[c-nsp] Blackholing in MPLS VPNs
Arie Vayner (avayner)
avayner at cisco.com
Sat Sep 20 15:18:15 EDT 2008
Ran,
I just ran it through in my lab.
The trick was to set a route-map on the outgoing BGP session for VPNv4
on the originating PE (the one that generates the Null route).

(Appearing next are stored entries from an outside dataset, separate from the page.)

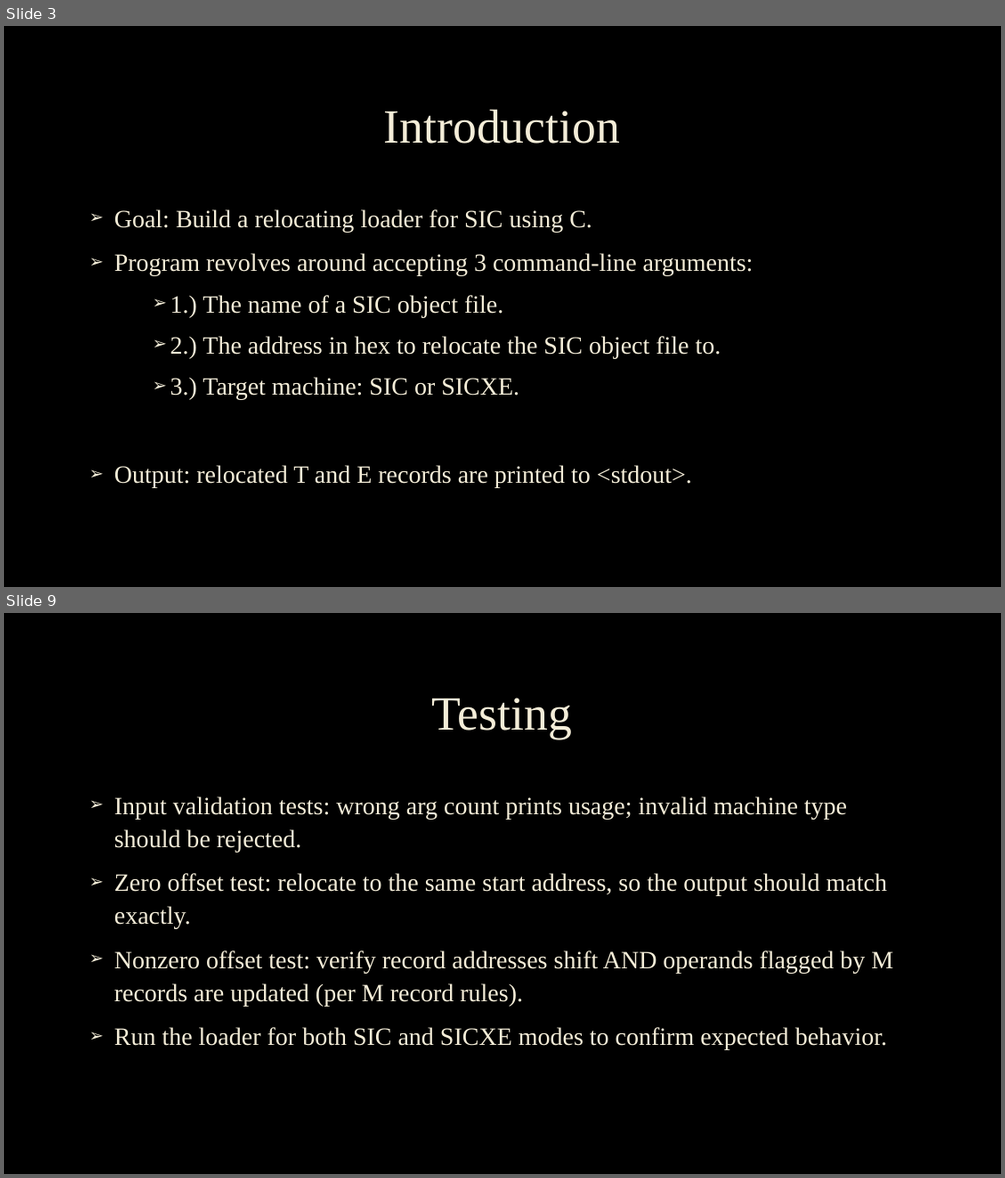
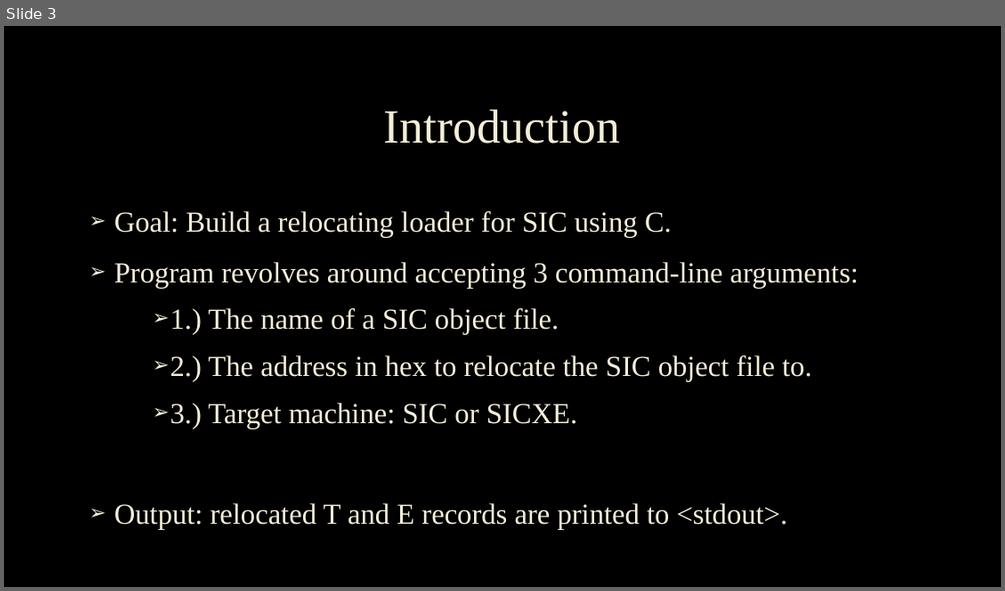
Before and after one commit to Nack2544/Relocating-Loader, a slide deck: Project4_Relocating-Loader.pptx. Shown one above the other, each under a label of ours: slides 3 and 9 before the commit, slide 3 after it; the slides between them are not shown. The pictures are 1005x1178 and 1005x591 pixels, drawn with LibreOffice and Linux fonts; fonts in the diff are those of the drawing; background and template pictures are left out. Boxes give left, top, right and bottom in pixels: in the first picture for what was removed or moved away, otherwise in the second. Text is boxed around its words. In the diff, an @@ line names an element or a change of style, - is before the commit and + after.

Commit message:
Add files via upload
Update to PowerPoint. Shorter, easier (not super technical), and includes a screenshot of code for style points?

```diff
--- a/Project4_Relocating-Loader.pptx
+++ b/Project4_Relocating-Loader.pptx
@@ slide 9 removed at (4, 613, 1001, 1174), background picture (left out) @@
@@ title removed at (432, 698, 572, 738) @@
-Testing
@@ text removed at (114, 796, 893, 1050) @@
-➢ Input validation tests: wrong arg count prints usage; invalid machine type should be rejected.
-➢ Zero offset test: relocate to the same start address, so the output should match exactly.
-➢ Nonzero offset test: verify record addresses shift AND operands flagged by M records are updated (per M record rules).
-➢ Run the loader for both SIC and SICXE modes to confirm expected behavior.
@@ slide 3 changed as well @@
@@ text "Goal: Build a relocating loader ..." at (114, 211, 858, 530): size 24 to 28 pt @@
```
Also in this commit, not shown: 2 other slides changed, 6 slides added, 8 other slides removed.

On this route-map I matched on an ext-community (I guess it could be a
regular one too), and did a set ip next-hop to 192.168.2.1
Then, I have created a static route to 192.168.2.1 on the remote PE both
in the global routing table (or else it does not get imported) and then
also in the VRF (both pointing to Null0)
This is my VRF routing table:
R102#show ip route vrf v1
200.1.1.0/32 is subnetted, 2 subnets
B 200.1.1.1 [200/0] via 192.168.2.1, 00:03:58
B 200.1.1.2 [200/0] via 1.1.1.2, 00:03:58
192.168.2.0/32 is subnetted, 1 subnets
S 192.168.2.1 is directly connected, Null0
Arie
-----Original Message-----
From: cisco-nsp-bounces at puck.nether.net
[mailto:cisco-nsp-bounces at puck.nether.net] On Behalf Of Arie Vayner
(avayner)
Sent: Saturday, September 20, 2008 19:24 PM
To: ranl at purepeak.com; cisco-nsp
Subject: Re: [c-nsp] Blackholing in MPLS VPNs
Ran,
Did you try adding a community to the prefix, and then try to match on
it and set next hop locally on the PE?
I did not try it, but can try it later in the lab.
Arie
-----Original Message-----
From: cisco-nsp-bounces at puck.nether.net
[mailto:cisco-nsp-bounces at puck.nether.net] On Behalf Of Ran Liebermann
Sent: Saturday, September 20, 2008 13:41 PM
To: cisco-nsp
Subject: [c-nsp] Blackholing in MPLS VPNs
Hi All,
Common blackholing mechanisms (such as RFC 3882) rely on the next-hop
attribute of BGP, such that the next-hop of the announced prefix will
remain the same as the static route even through the BGP prefix is
locally originated via the redistribute command. This of course works
well when the mechanism is operating in the global routing table of the
routers.
However when trying to operate the mechanism in an MPLS VPN (for example
a VPN for internet traffic instead of the global routing table), then
the mechanism breaks down becuase the prefixes are announced with the
next-hop as the local router. (output examples at the end of the email).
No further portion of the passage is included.